After several years of public debate, the “Act Amending the German Real Estate Transfer Tax Act” of 12 May 2021 came into force on 1 July 2021. The reform of the law has introduced the following innovations with relevance for share deals:

  • Previously, a direct or indirect transfer of at least 95% of the partnership interest in a real estate holding partnership to new shareholders within a five-year period was subject to German real estate transfer tax. According to the new legal situation, it depends on whether at least 90% of the interest are transferred to new shareholders within ten years (sec. 1(2a) RETTA). 
  • It was newly regulated that a direct or indirect transfer of at least 90% of the shares in a real estate holding corporation to new shareholders within ten years is also subject to German real estate transfer tax
    (sec. 1(2b) RETTA). Here, it is not (any longer) relevant whether an individual acquirer exceeds a certain participation threshold (previously 94.9%). 
  • Pursuant to the newly introduced stock exchange clause (sec. 1(2c) RETTA), certain transfers of shares in a corporation are not taken into account within the scope of the two above-mentioned taxable events. The prerequisite is that the (transferred) shares are traded on certain stock exchanges or stock exchange systems. The stock exchange clause also applies in the event of an indirect change in the shareholder structure of a real estate holding partnership. 
  • As in the case of the two above-mentioned taxable events, the relevant participation threshold has also been lowered from 95% to 90% in the other taxable events (e.g. unification of shareholdings, achievement of a certain economic unification) (sec. 1(3) and (3a) RETTA). 
  • In addition, various holding periods in connection with tax exemption provisions
    (sec. 5(3); 6(3); 7(3) RETTA) have been increased from five to ten, in some cases even to fifteen years
    (sec. 6(4) no. 3 RETTA). 
  • Finally, a new provision has been added stipulating a minimum assessment basis (real estate value to be determined in accordance with German valuation law) if real estate is sold between the legal entities involved in the reorganization process during the retroactive period in the case of reorganizations and contributions (sec. 8(2) sentence 1 no. 4 RETTA).
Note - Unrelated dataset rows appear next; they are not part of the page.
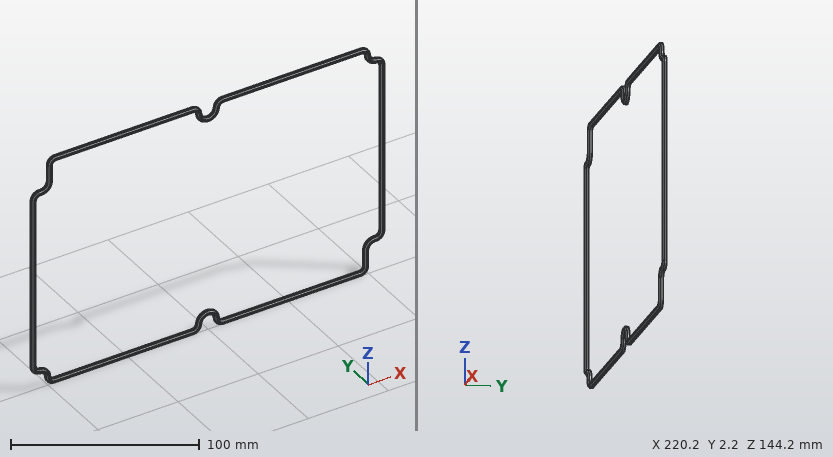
import cadquery as cq
import math

length_x = 220.2
height_z = 144.2

bead_width = 2.6
bead_depth = 2.2
side_depth = 1.3
lip_width = 0.7

bend_radius = 4.0
leg_bend_radius = 3.5
relief_radius = 5.5
screw_inset = 3.5
leg_inset = 10.1
step_screw_drop = 13.5

end_x = (length_x - bead_width) / 2
top_z = (height_z - bead_width) / 2
touch_distance = bend_radius + relief_radius

def tangent_offset(across):
    """Spacing along a run between two touching bend centres that lie `across` apart sideways."""
    return math.sqrt(touch_distance**2 - across**2)

def touch_point(bend_center, relief_center):
    """Point where a convex bend meets the concave bend it touches."""
    share = bend_radius / touch_distance
    return tuple(b + share * (c - b) for b, c in zip(bend_center, relief_center))

bend_z = top_z - bend_radius
bend_x = end_x - bend_radius

leg_x = -end_x + leg_inset
step_relief = (leg_x - relief_radius, top_z - step_screw_drop)
step_bend = (-bend_x, step_relief[1] - tangent_offset(step_relief[0] + bend_x))
stepped_corner = [
    ("line", (-end_x, step_bend[1])),
    ("arc", touch_point(step_bend, step_relief)),
    ("arc", (leg_x, step_relief[1])),
    ("line", (leg_x, top_z - leg_bend_radius)),
    ("arc", (leg_x + leg_bend_radius, top_z)),
]

notch_relief = (0.0, top_z - screw_inset)
notch_bend_x = tangent_offset(notch_relief[1] - bend_z)
touch_x, touch_z = touch_point((notch_bend_x, bend_z), notch_relief)
notch = [
    ("line", (-notch_bend_x, top_z)),
    ("arc", (-touch_x, touch_z)),
    ("arc", (touch_x, touch_z)),
    ("arc", (notch_bend_x, top_z)),
]

scoop_relief = (end_x - screw_inset, top_z - screw_inset)
scoop_reach = tangent_offset(bend_radius - screw_inset)
scoop_top_bend = (scoop_relief[0] - scoop_reach, bend_z)
scoop_end_bend = (bend_x, scoop_relief[1] - scoop_reach)
scooped_corner = [
    ("line", (scoop_top_bend[0], top_z)),
    ("arc", touch_point(scoop_top_bend, scoop_relief)),
    ("arc", touch_point(scoop_end_bend, scoop_relief)),
    ("arc", (end_x, scoop_end_bend[1])),
]

upper_half = stepped_corner + notch + scooped_corner + [("line", (end_x, 0.0))]
lower_half = [(kind, (-x, -z)) for kind, (x, z) in upper_half]

path = cq.Workplane("XZ").moveTo(-end_x, 0.0)
for kind, point in upper_half + lower_half:
    if kind == "line":
        path = path.lineTo(*point)
    else:
        path = path.tangentArcPoint(point, relative=False)
path = path.wire()

back_y = bead_depth / 2
half_profile = [
    (bead_width / 2, back_y),
    (bead_width / 2, back_y - side_depth),
    (lip_width / 2, back_y - bead_depth),
]
mirrored_half = [(-offset, y) for offset, y in reversed(half_profile)]

section = cq.Workplane("XY", origin=(-end_x, 0, 0)).polyline(half_profile + mirrored_half).close()
result = section.sweep(path)

Complex transitional provisions

Additionally, the complex application and transitional provisions introduced by the reform are remarkable: Accordingly, the previous versions of the RETTA provisions remain applicable in certain cases. In this way, the legislator intends to prevent, for example, shareholders (or beneficial owners) who already held at least 90% but less than 95% of the shareholding in the real estate holding company before 1 July 2021 from increasing their shareholding after 30 June 2021 in a tax-neutral manner.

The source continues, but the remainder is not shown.